Does anybody know where I can get a thumbhole stock for a sako 75 finnlite long action I have been unable to find any so any info would be helpfull! Thanks!


----------



## CHUMM BUCKET (Jul 2, 2008)

*thumbhole*

no offense new guy but if you would have bought a real gun you wouldn`t need a new stock. Your best bet would be to try and sell that p.o.s. sako and buy something else. remember, you get what you pay for. You can`t expect to go to some random yard sale and get a nice hunting rifle. If you get in a bind i will give you a couple hundred dollars for that thing. no offense:thumbsup:


----------



## daniel9829 (Jan 31, 2009)

You might want to go to midwayusa.com I buy stocks there for my 10/22 builds.


----------



## bigbulls (Mar 12, 2008)

Richards will inlet a Sako 75.

http://www.rifle-stocks.com/actions_available.htm


----------



## SAWMAN (May 24, 2010)

*Damn chumm bucket*

No offence, but why don't you list your guns here and let me(us)slam and degreade them and you for simply buying them. I'd probably only offer you $200 for some of your guns also(no offense,of course). WOW !!! ----SAWMAN:whistling:


----------



## T-REX (Mar 1, 2011)

Yea I hear ya sawman what is chumm buckets problem I think he may be upset him an his boyfriend may have had a little scuffle!!! It's all good though I can take it an ill gladly go to the range any day an put my sako barrel on this line!!!!:thumbup:


----------



## Framerguy (Oct 2, 2007)

Two comments and a welcome to the PFF, T-Rex!

First, I don't know how the quality of Sako weapons is today but back when I was buying long guns and that goes back into the mid-60's, Sako Finnbear rifles were one of the most sought after brands of European weapons on the market. I lived in Europe and had a chance to buy some of the 200 and 300 caliber rifles and I also shoot left handed and they had most of their models in both versions. Maybe they sold out to China now and DO make junk but that is up to the individual to decide.
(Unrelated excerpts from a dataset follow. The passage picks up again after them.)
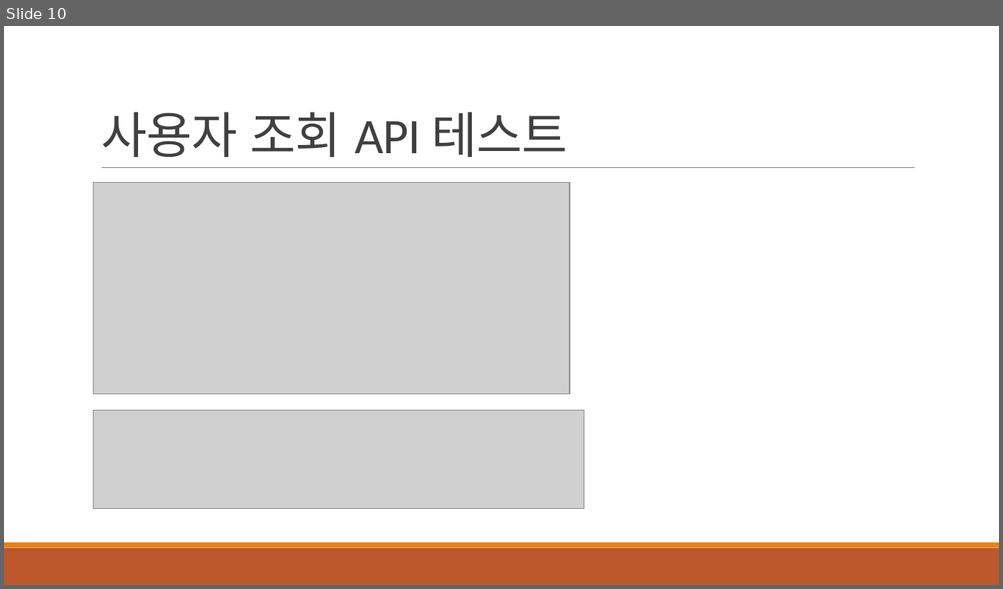
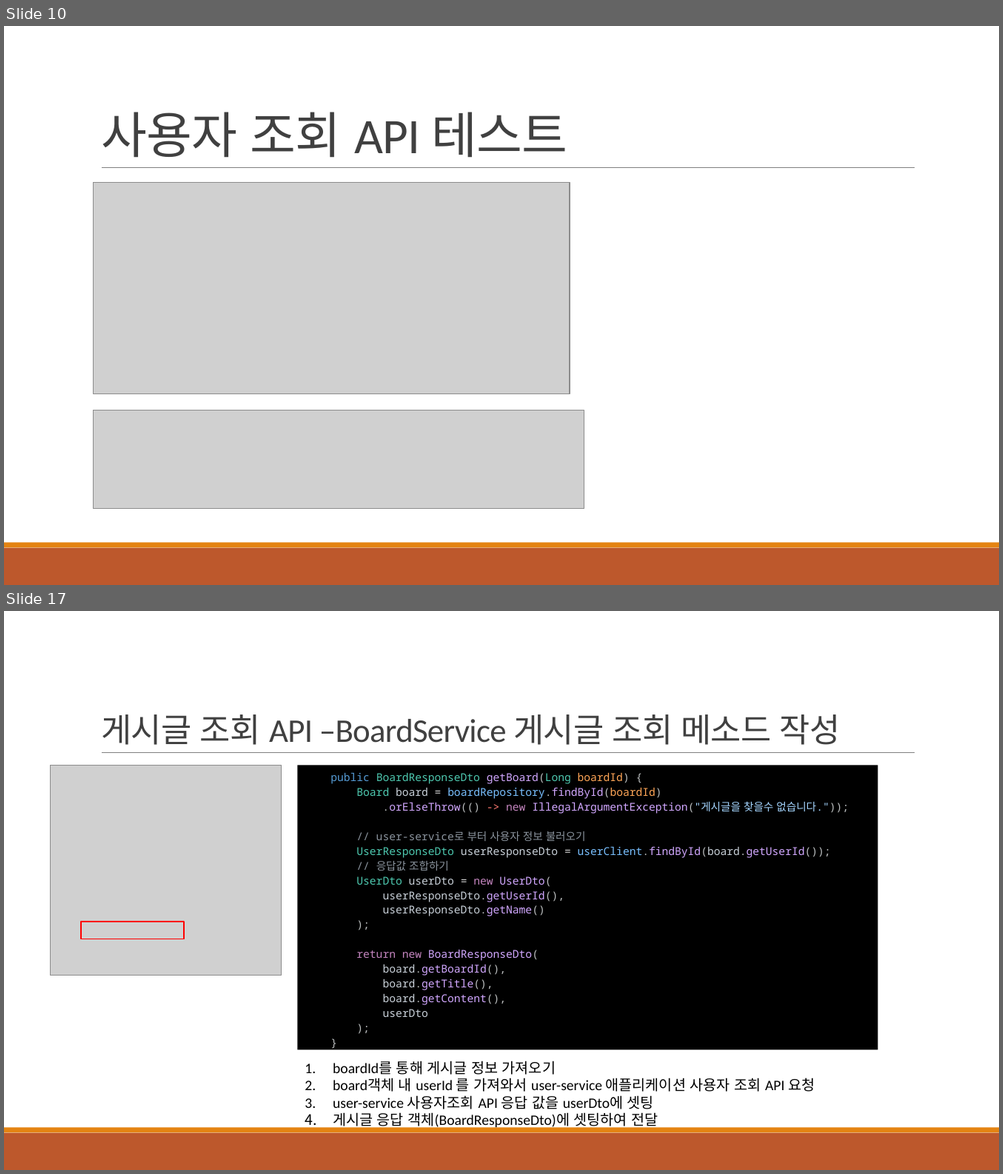
Before and after one commit to khb3025/study-msa, a slide deck: msa-ppt/3.데이터 조회 API 구현.pptx. Shown one above the other, each under a label of ours: slide 10 before the commit, slides 10 and 17 after it; the slides between them are not shown. The pictures are 1003x589 and 1003x1174 pixels, drawn with LibreOffice and Linux fonts; fonts in the diff are those of the drawing; grey boxes stand for pictures. Boxes give left, top, right and bottom in pixels: in the first picture for what was removed or moved away, otherwise in the second. Text is boxed around its words. In the diff, an @@ line names an element or a change of style, - is before the commit and + after.

Commit message:
feat : [MSA] 게시글 Service -> 사용자 Service API 통신 기능 작성

```diff
--- a/msa-ppt/3.데이터 조회 API 구현.pptx
+++ b/msa-ppt/3.데이터 조회 API 구현.pptx
@@ slide 17 added at box(4, 611, 999, 1170), background #FFFFFF; not listed: 3 template elements that a slide beside it also shows @@
@@ title added at box(101, 715, 840, 745), 32 pt, text #404040 @@
+게시글 조회 API –BoardService 게시글 조회 메소드 작성
@@ picture added at box(51, 766, 281, 976) @@
@@ rectangle added at box(297, 766, 878, 1051), fill #000000, 10.5 pt, text #D2A8FF @@
+public BoardResponseDto getBoard(Long boardId) {
+Board board = boardRepository.findById(boardId)
+.orElseThrow(() -> new IllegalArgumentException("게시글을 찾을수 없습니다."));
+// user-service로 부터 사용자 정보 불러오기
+UserResponseDto userResponseDto = userClient.findById(board.getUserId());
+// 응답값 조합하기
+UserDto userDto = new UserDto(
+userResponseDto.getUserId(),
+userResponseDto.getName()
+);
+return new BoardResponseDto(
+board.getBoardId(),
+board.getTitle(),
+board.getContent(),
+userDto
+);
+}
@@ rectangle added at box(81, 922, 184, 940), outline #FF0000 1.25 pt @@
@@ text added at box(333, 1061, 814, 1130), 14 pt, text #000000 @@
+1. boardId를 통해 게시글 정보 가져오기
+2. board객체 내 userId 를 가져와서 user-service 애플리케이션 사용자 조회 API 요청
+3. user-service 사용자조회 API 응답 값을 userDto에 셋팅
+4. 게시글 응답 객체(BoardResponseDto)에 셋팅하여 전달
```
Also in this commit, not shown: 8 other slides added, 8 other files.
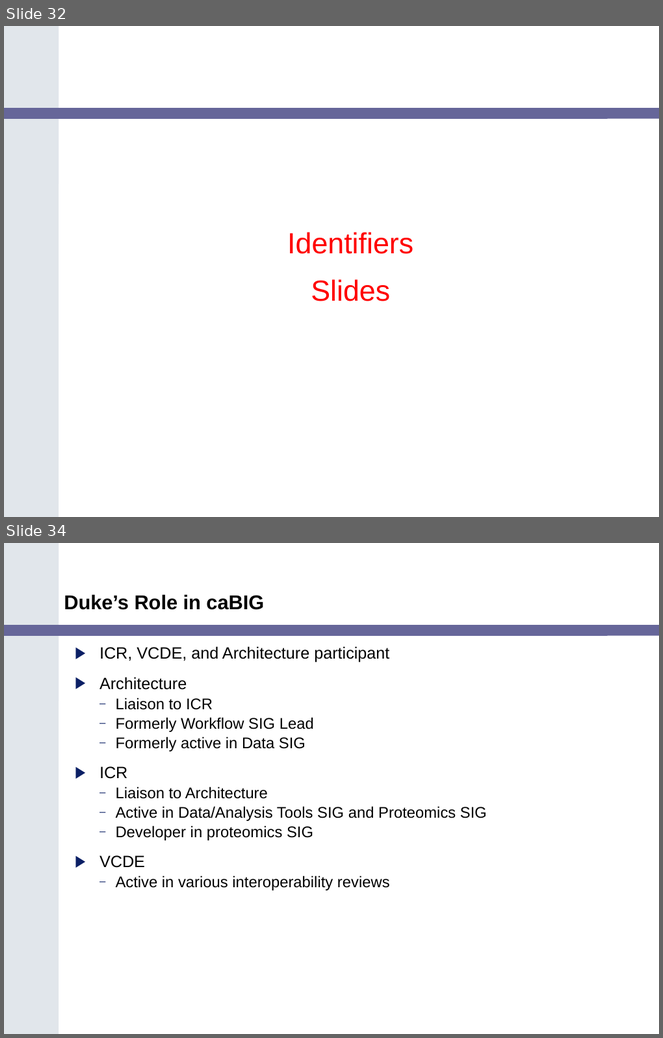
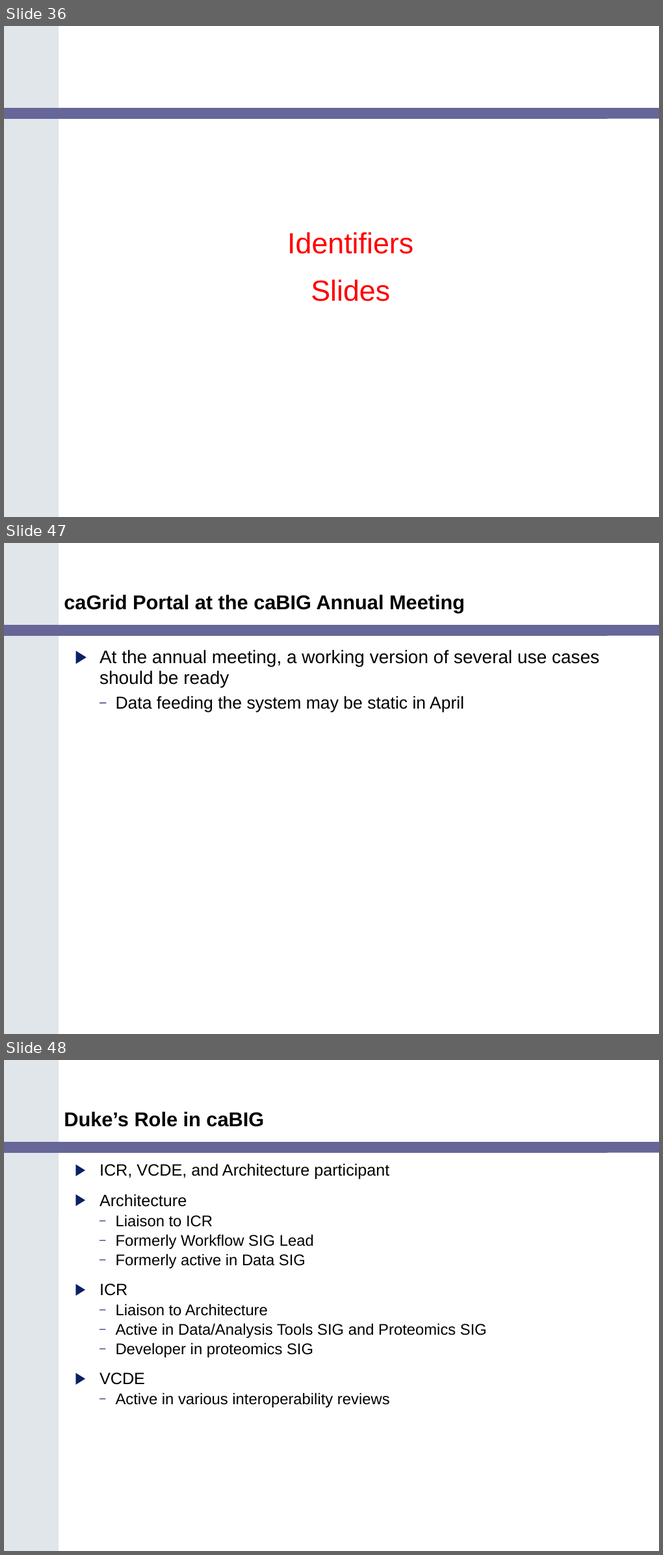
Before and after one commit to NCIP/cagrid-portal, a slide deck: cagrid-1-0/Documentation/presentations/200602_VCDE_ARCH/caGrid_Update_Arch_VCDE_Feb1.ppt. Shown one above the other, each under a label of ours: slides 32 and 34 before the commit, slides 36, 47 and 48 after it; the slides between them are not shown. The pictures are 663x1038 and 663x1555 pixels, drawn with LibreOffice and Linux fonts; fonts in the diff are those of the drawing; background and template pictures are left out. Boxes give left, top, right and bottom in pixels: in the first picture for what was removed or moved away, otherwise in the second. Text is boxed around its words. In the diff, an @@ line names an element or a change of style, - is before the commit and + after.

```diff
--- a/cagrid-1-0/Documentation/presentations/200602_VCDE_ARCH/caGrid_Update_Arch_VCDE_Feb1.ppt
+++ b/cagrid-1-0/Documentation/presentations/200602_VCDE_ARCH/caGrid_Update_Arch_VCDE_Feb1.ppt
@@ slide 47 added at [4,543,659,1034], background #FFFFFF; not listed: 2 template elements that a slide beside it also shows @@
@@ title added at [64,594,465,613], 22 pt, text #000000, bold @@
+caGrid Portal at the caBIG Annual Meeting
@@ text added at [100,650,599,712], 20 pt, text #000000 @@
+▶ At the annual meeting, a working version of several use cases should be ready
+  – Data feeding the system may be static in April
@@ what was slide 32 is now slide 36 @@
@@ what was slide 34 is now slide 48 @@
```
Also in this commit, not shown: 15 other slides added, 2 slides removed.
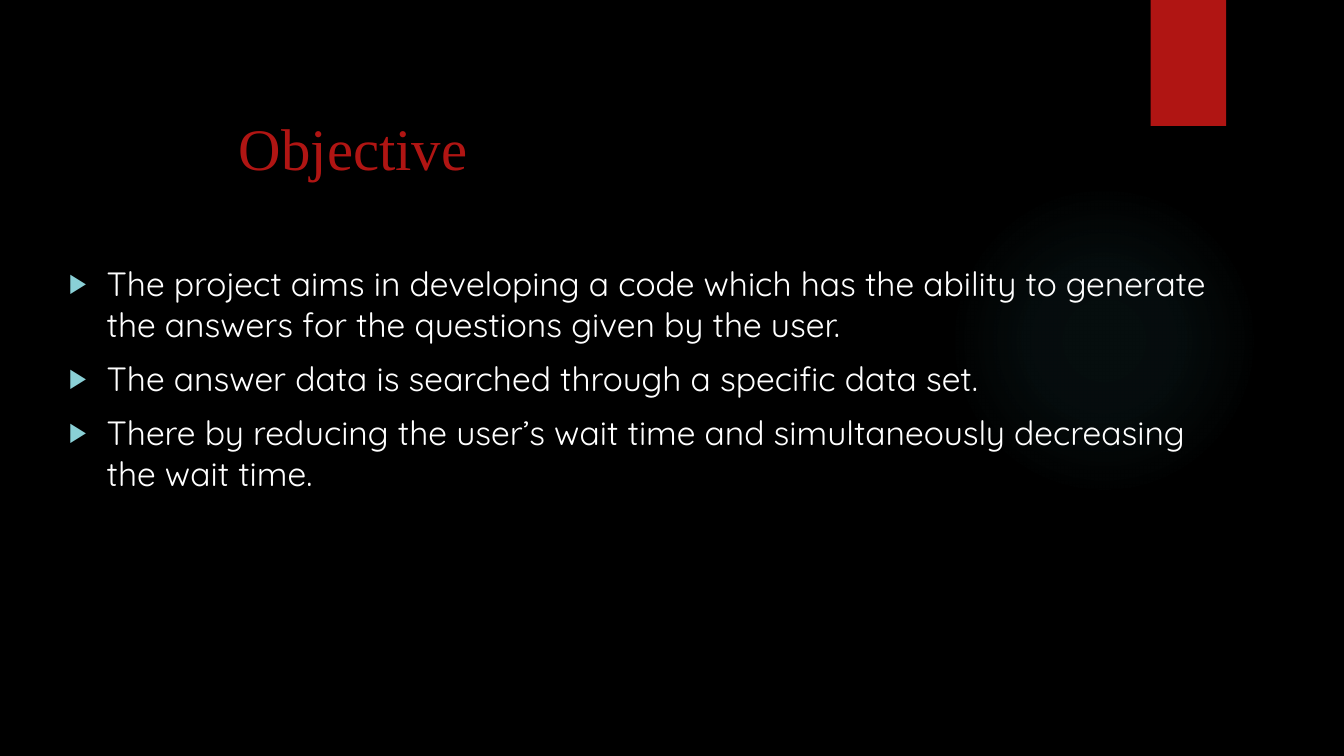
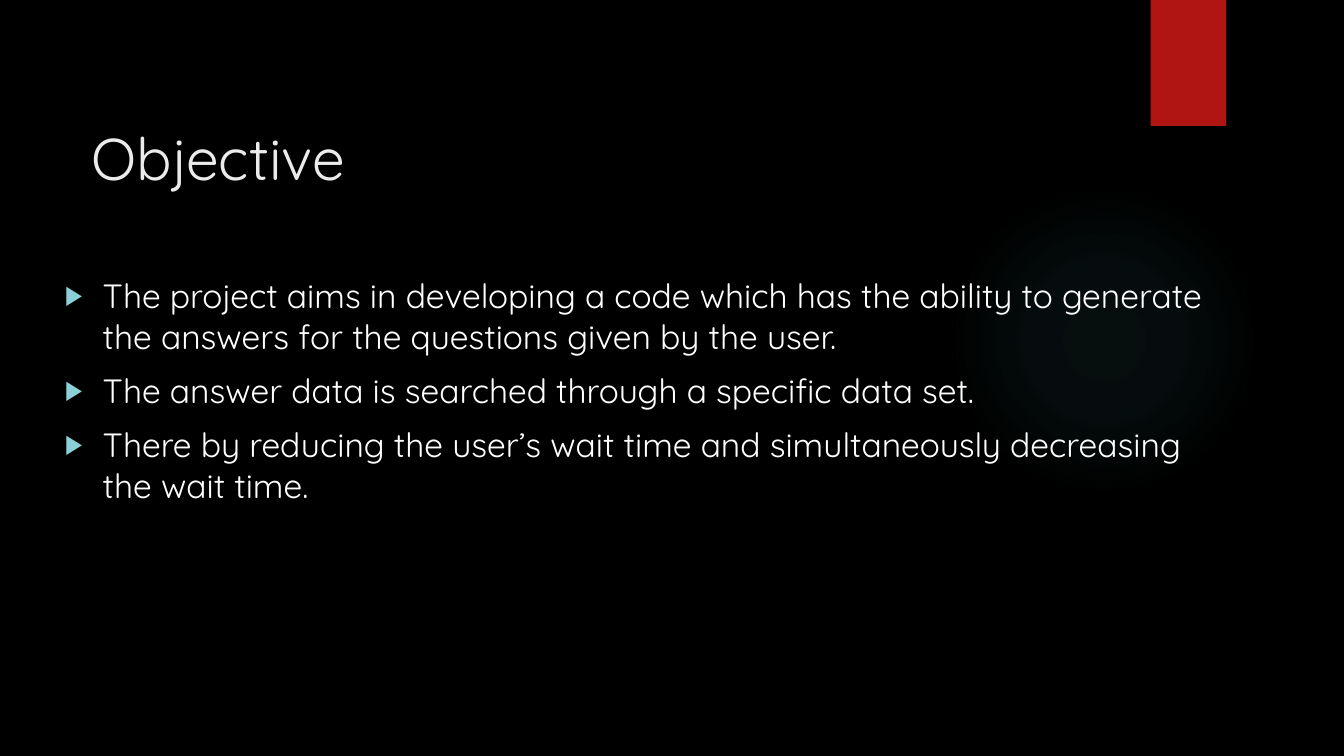
Before and after one commit to SaratM34/Dynamic-Intelligent-Q-A-System-with-Natural-Language-Processing, a slide deck: slide 4 of Documentation/project presentation.pptx. Drawn at 1344x756 pixels with LibreOffice and Linux fonts; fonts in the diff are those of the drawing; background and template pictures are left out. Boxes give left, top, right and bottom in pixels: in the first picture for what was removed or moved away, otherwise in the second. Text is boxed around its words. In the diff, an @@ line names an element or a change of style, - is before the commit and + after.

Commit message:
project

```diff
--- a/Documentation/project presentation.pptx
+++ b/Documentation/project presentation.pptx
@@ title "Objective" moved from (x1=239, y1=129, x2=467, y2=181) to (x1=92, y1=136, x2=345, y2=192) @@
@@ title "Objective" at (x1=92, y1=136, x2=345, y2=192): font Times New Roman to Quicksand, text colour #B01513 to #EBEBEB @@
@@ text "The project aims in developing ..." moved from (x1=107, y1=271, x2=1206, y2=487) to (x1=103, y1=283, x2=1202, y2=499) @@
```
Also in this commit, not shown: 8 other slides changed, 1 slide added, 1 slide removed, 2 other files.

Regarding custom stocks, are you handy with wood tools and finishes and know any basics of inletting barreled actions?? If so or you are willing to learn, check out Reinhart Fajen stocks, they were the premier semi-inletted unfinished but almost fully shaped prime wood stocks available. Same time era. I don't know if Fajen stocks are even available today as so many other businesses have been put out to pasture by cheap junk from the Far East.

Good luck in finding something that suits you and hang in there. There's always gonna be some wise acre who needs to make your stuff look like a piece of junk so don't let it get you down. I always recommend hitting the Ignore button if someone doesn't like what I write. My take on it, if this Chum bucket doesn't like what you wrote and he has some tidbit of common sense, he probably won't read any more of your posts anyway. Why should he unless he is looking for someone to pick on and that will come out real quick if that's the case.


----------



## CHUMM BUCKET (Jul 2, 2008)

*haha*

wow guys, get your g-strings out of a knot. i am 1 of the reasons t-rex joined this forum. we are pretty good friends and i would never talk crap like that to someone i didn`t know, unless they deserved it. i thought anyone that read my post about his gun could see pretty clearly that it was a joke.


----------



## FrankwT (Jul 25, 2010)

No Chum, I could not tell you knew him or were joking, Sawman beat me to his comment, hard to tell those things with typing I guess. Now that you explain it, it is funny, thanks for the clarification. Have you made up with the boyfriend yet? LOL


----------



## CHUMM BUCKET (Jul 2, 2008)

*boyfriend*

yep, we`re cool. found him and t-rex shacked up together. damn ****!


----------